San Francisco billboard challenge puts AI engineers to the test

By Itay Hod
On a quiet San Francisco street, a plain white billboard seemed to appear out of nowhere. No logo, no tagline, just five strings of numbers. Was it an ad? An art project? Or something else entirely?
“It was a moment of desperation,” he said.
Alfred Wahlforss, cofounder and CEO of a small startup called Listen Labs, had a big problem: how to compete for artificial intelligence engineers against Silicon Valley giants.
“We’re hiring over 100 people over the next few months and there are empty spots, but we can’t fill them because Mark Zuckerberg is giving $100 million offers to the best engineers,” he said.
So they did something off the wall, spending a fifth of their marketing budget, about $5,000, on a billboard.

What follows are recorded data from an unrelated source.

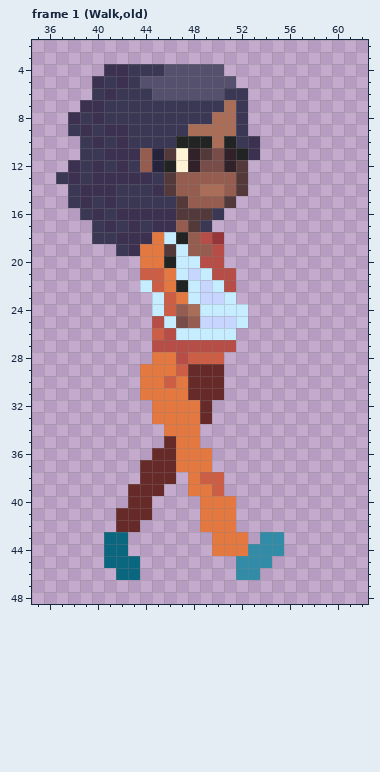
Pixel-art file, stored at JRs Hope Hospital/Picture/master_banch2.ase. That is the earlier state.
128x96 pixels, 8 frames. Shown: frame 1 (Walk,old): x 35..62, y 2..48. The commit also changed other frames or places, which this record leaves out.
After the commit:
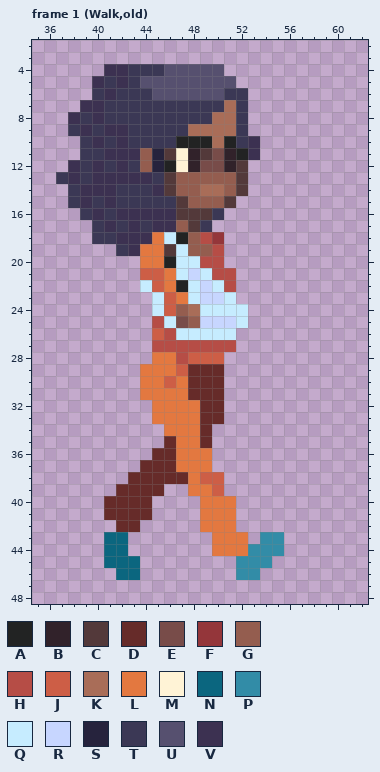
Palette (. is transparent): A #222323  B #31222a  C #53393a  D #662b29  E #784c49  F #94363a  G #945d4f  H #b64d46  J #cd5e46  K #a96d58  L #e37840  M #fff3d6  N #0b667f  P #328ca7  Q #c6ecff  R #c7d6ff  S #26233d  T #3b3855  U #56506f  V #3c3151
Edits made:
Frame 1 (Walk,old), layer "left(foot)":
y 32..33: x 50 . -> D
y 34..35: x 49 . -> D
y 38: x 43 . -> D; x 47 . -> D
y 39: x 42 . -> D
y 40: x 41..42 .. -> DD
y 41: x 41 . -> D
Boxes around the changes in both pictures, in picture pixels (x1, y1, x2, y2):
added: (176, 400, 224, 484)
added: (104, 472, 140, 520)
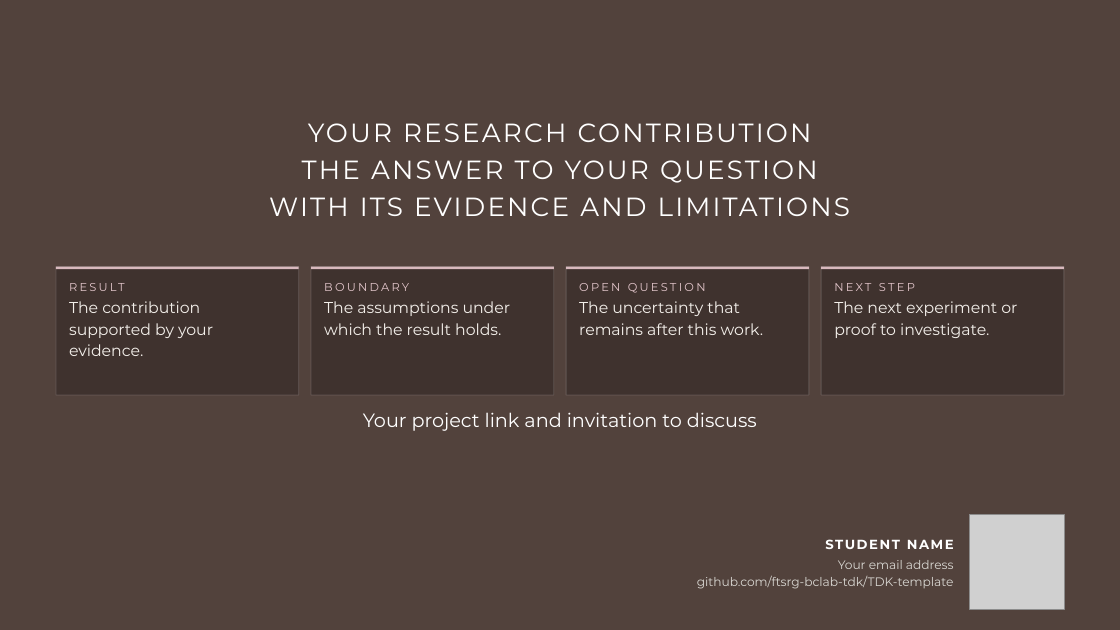
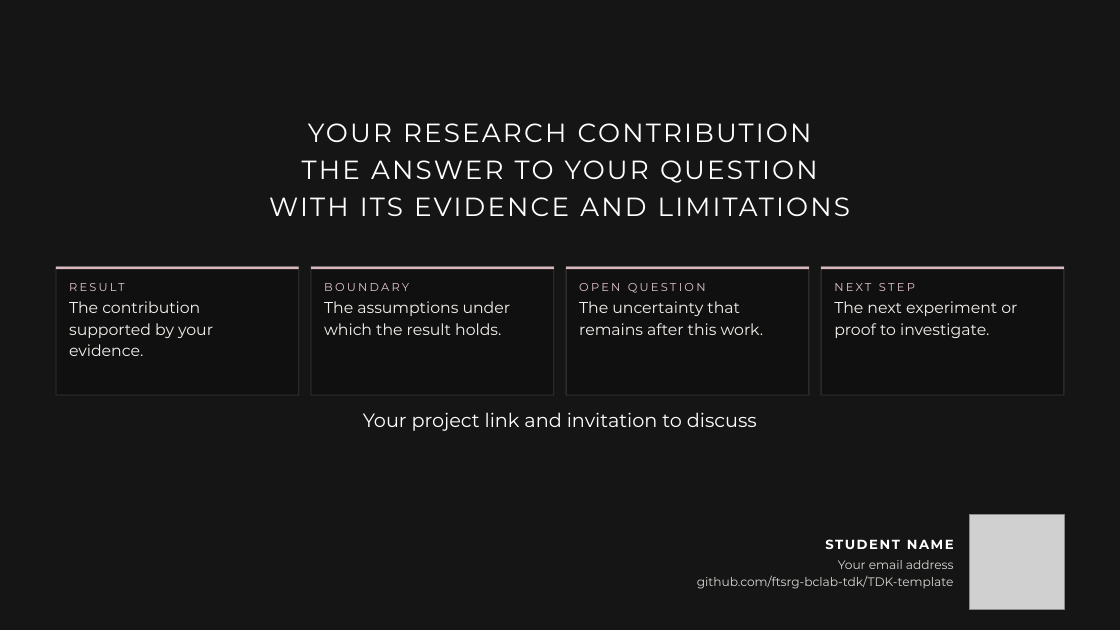
Before and after one commit to ftsrg-bclab-tdk/TDK-template, a slide deck: slide 11 of presentation/powerpoint/templates/ftsrg-current.potx. Drawn at 1120x630 pixels with LibreOffice and Linux fonts; fonts in the diff are those of the drawing; grey boxes stand for pictures; background and template pictures are left out. Boxes give left, top, right and bottom in pixels: in the first picture for what was removed or moved away, otherwise in the second. Text is boxed around its words. In the diff, an @@ line names an element or a change of style, - is before the commit and + after.

```diff
--- a/presentation/powerpoint/templates/ftsrg-current.potx
+++ b/presentation/powerpoint/templates/ftsrg-current.potx
@@ rectangle at box(0, 0, 1120, 630): fill #806459 at 55% opacity to #101010 at 42% opacity @@
@@ fill #352A27 at 65% opacity to #0C0C0E at 55% opacity in 4 elements at box(56, 266, 299, 395), box(311, 266, 554, 395), box(566, 266, 809, 395), box(822, 266, 1065, 395) @@
```
Also in this commit, not shown: 4 other slides changed, 5 other files.
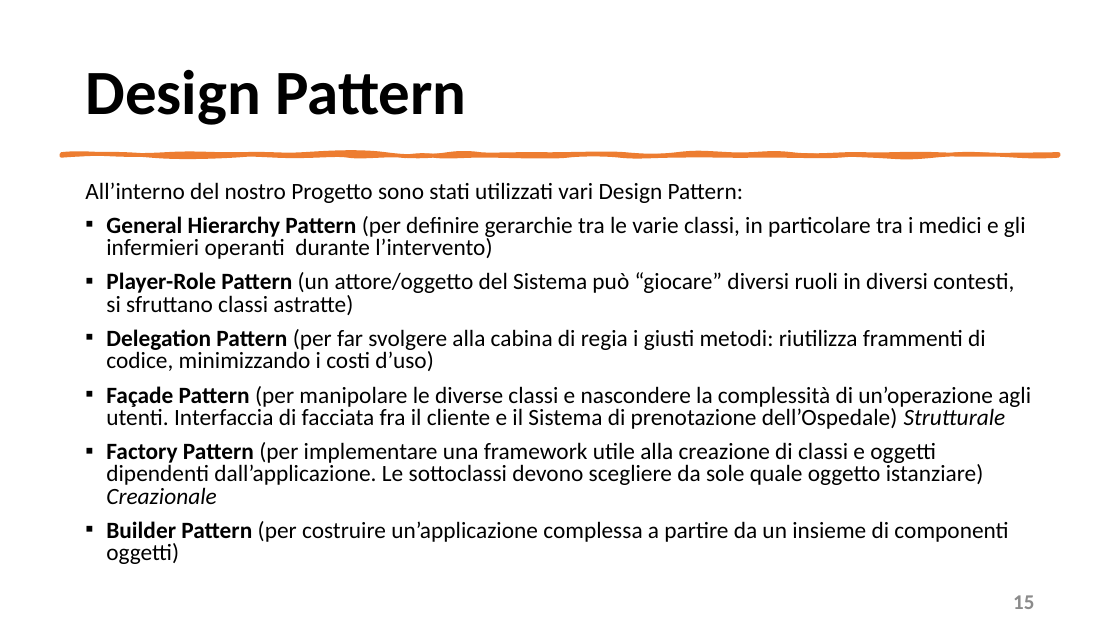
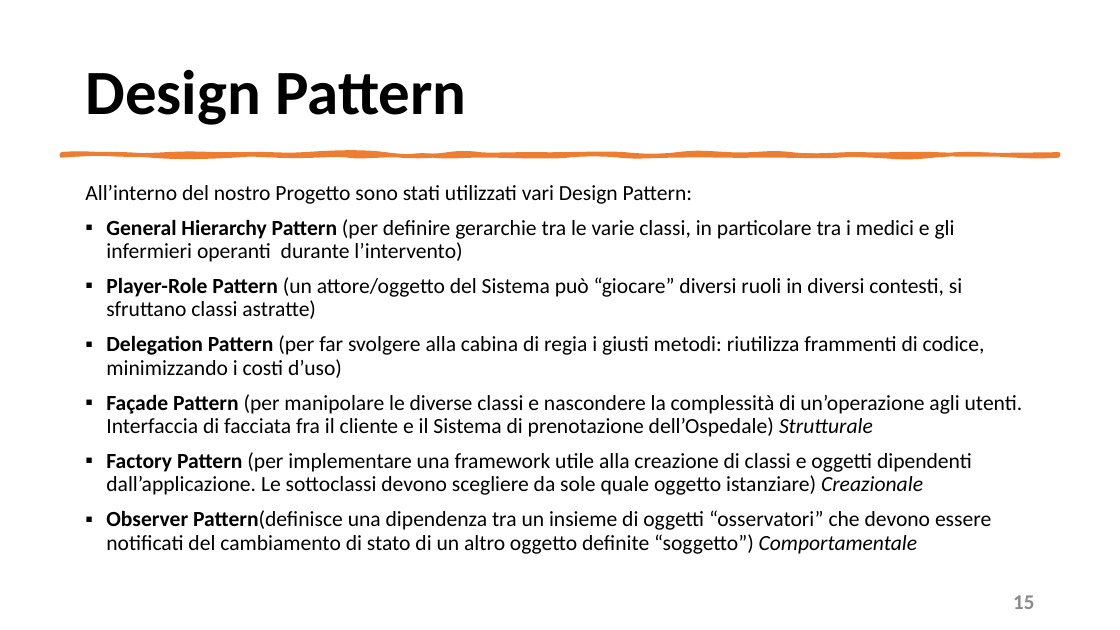
Before and after one commit to mangilimatteo/Progetto_Ingegneria_Software_Cattaneo_Mangili_Saini, a slide deck: slide 15 of Presentazione/Presentazione_Progetto.pptx. Drawn at 1120x630 pixels with LibreOffice and Linux fonts; fonts in the diff are those of the drawing. Boxes give left, top, right and bottom in pixels: in the first picture for what was removed or moved away, otherwise in the second. Text is boxed around its words. In the diff, an @@ line names an element or a change of style, - is before the commit and + after.

Commit message:
Update Presentazione
Pattern

```diff
--- a/Presentazione/Presentazione_Progetto.pptx
+++ b/Presentazione/Presentazione_Progetto.pptx
@@ text at (x1=85, y1=185, x2=1023, y2=495): size 20 to 18.5 pt in "All’interno del nostro Progetto sono stati utilizzati ...", "General Hierarchy Pattern (per definire gerarchie tra ...", "Player-Role Pattern (un attore/oggetto del Sistema può ...", "Delegation Pattern (per far svolgere alla cabina ..." and 2 more places; line spacing 0.8 to 0.9 @@
@@ text at (x1=106, y1=510, x2=991, y2=554): text changed; size 20 to 18.5 pt @@
-▪ Builder Pattern (per costruire un’applicazione complessa a partire da un insieme di componenti oggetti)
+▪ Observer Pattern(definisce una dipendenza tra un insieme di oggetti “osservatori” che devono essere notificati del cambiamento di stato di un altro oggetto definite “soggetto”) Comportamentale
```
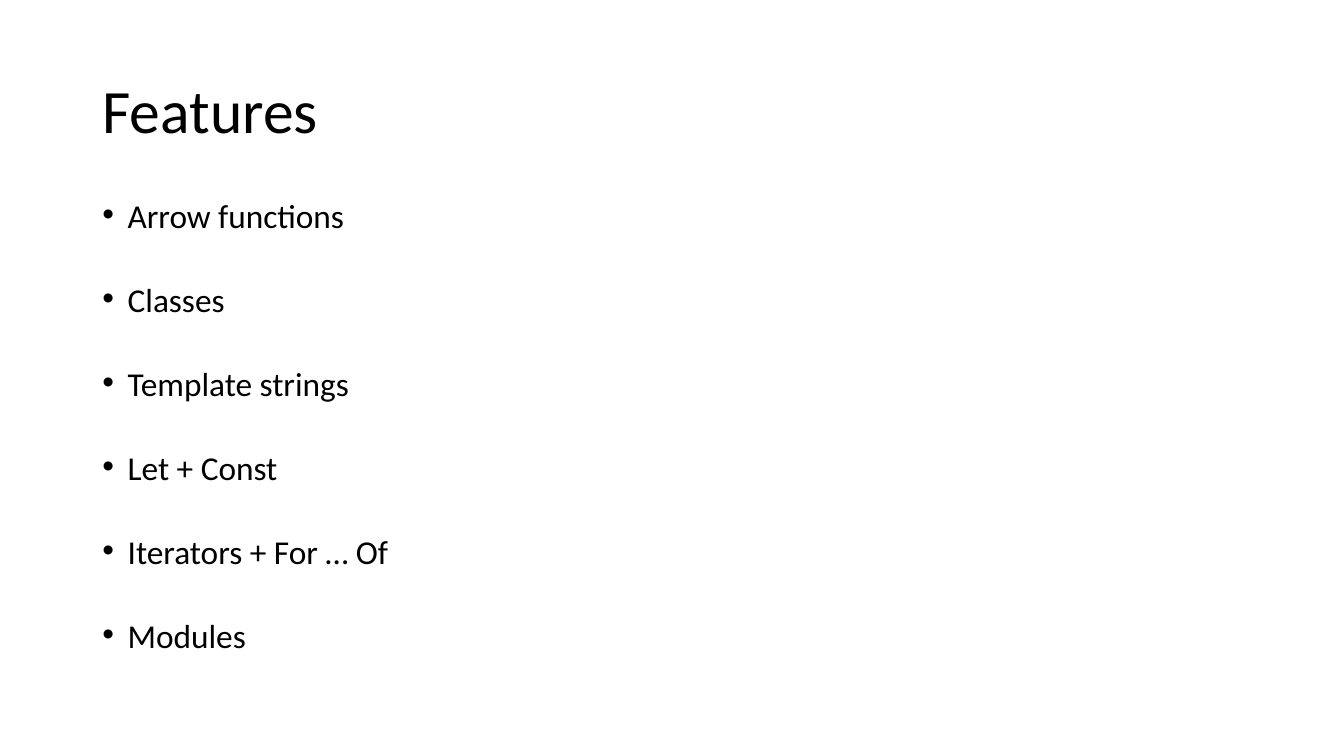
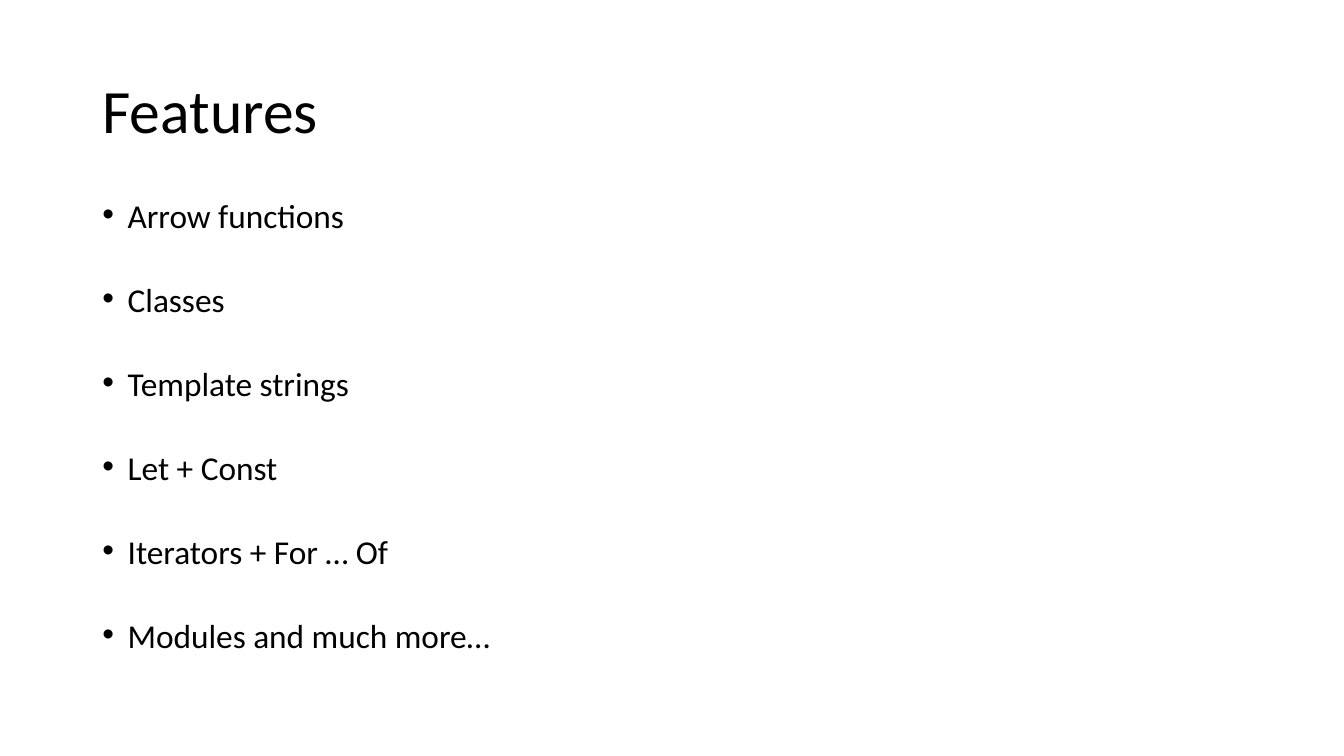
Before and after one commit to dankrz/JsTraining, a slide deck: slide 26 of JsTraining-presentation/JS Training.pptx. Drawn at 1344x756 pixels with LibreOffice and Linux fonts; fonts in the diff are those of the drawing. Boxes give left, top, right and bottom in pixels: in the first picture for what was removed or moved away, otherwise in the second. Text is boxed around its words. In the diff, an @@ line names an element or a change of style, - is before the commit and + after.

```diff
--- a/JsTraining-presentation/JS Training.pptx
+++ b/JsTraining-presentation/JS Training.pptx
@@ text at (x1=128, y1=625, x2=490, y2=649): text changed @@
-• Modules
+• Modules and much more…
```
Also in this commit, not shown: 7 other files.

To most, it looked like gibberish. To the right eyes, a coding challenge. Solve it and you land on a website and face the real test, build an algorithm to act as a digital bouncer at Berghain, the Berlin nightclub famed for its nearly impossible door policy.
Quirky, sure? But for Listen Labs, the bouncer challenge was a metaphor for their own work, using AI to decide who gets interviewed for market research and who doesn’t.
They expected a few engineers might notice. Then someone posted it online and the puzzle went viral.
“Were you surprised by the reaction? It was wild,” he said.
Within days, thousands took a shot. 430 have cracked it, among them Alex Nicita, a software consultant from New York.
“It was very fun to go through, solve the challenge and reach the top of the leader board,” he said.
Now he’s in the interview round, and yes, some of these code breakers have already been hired.
In the end, 60 people made the cut, including the winner who scored a night at Berghain, all expenses paid.
“It’s a reminder to take risks and do something unique and different and extra extraordinary things happen,” Wahlforss said.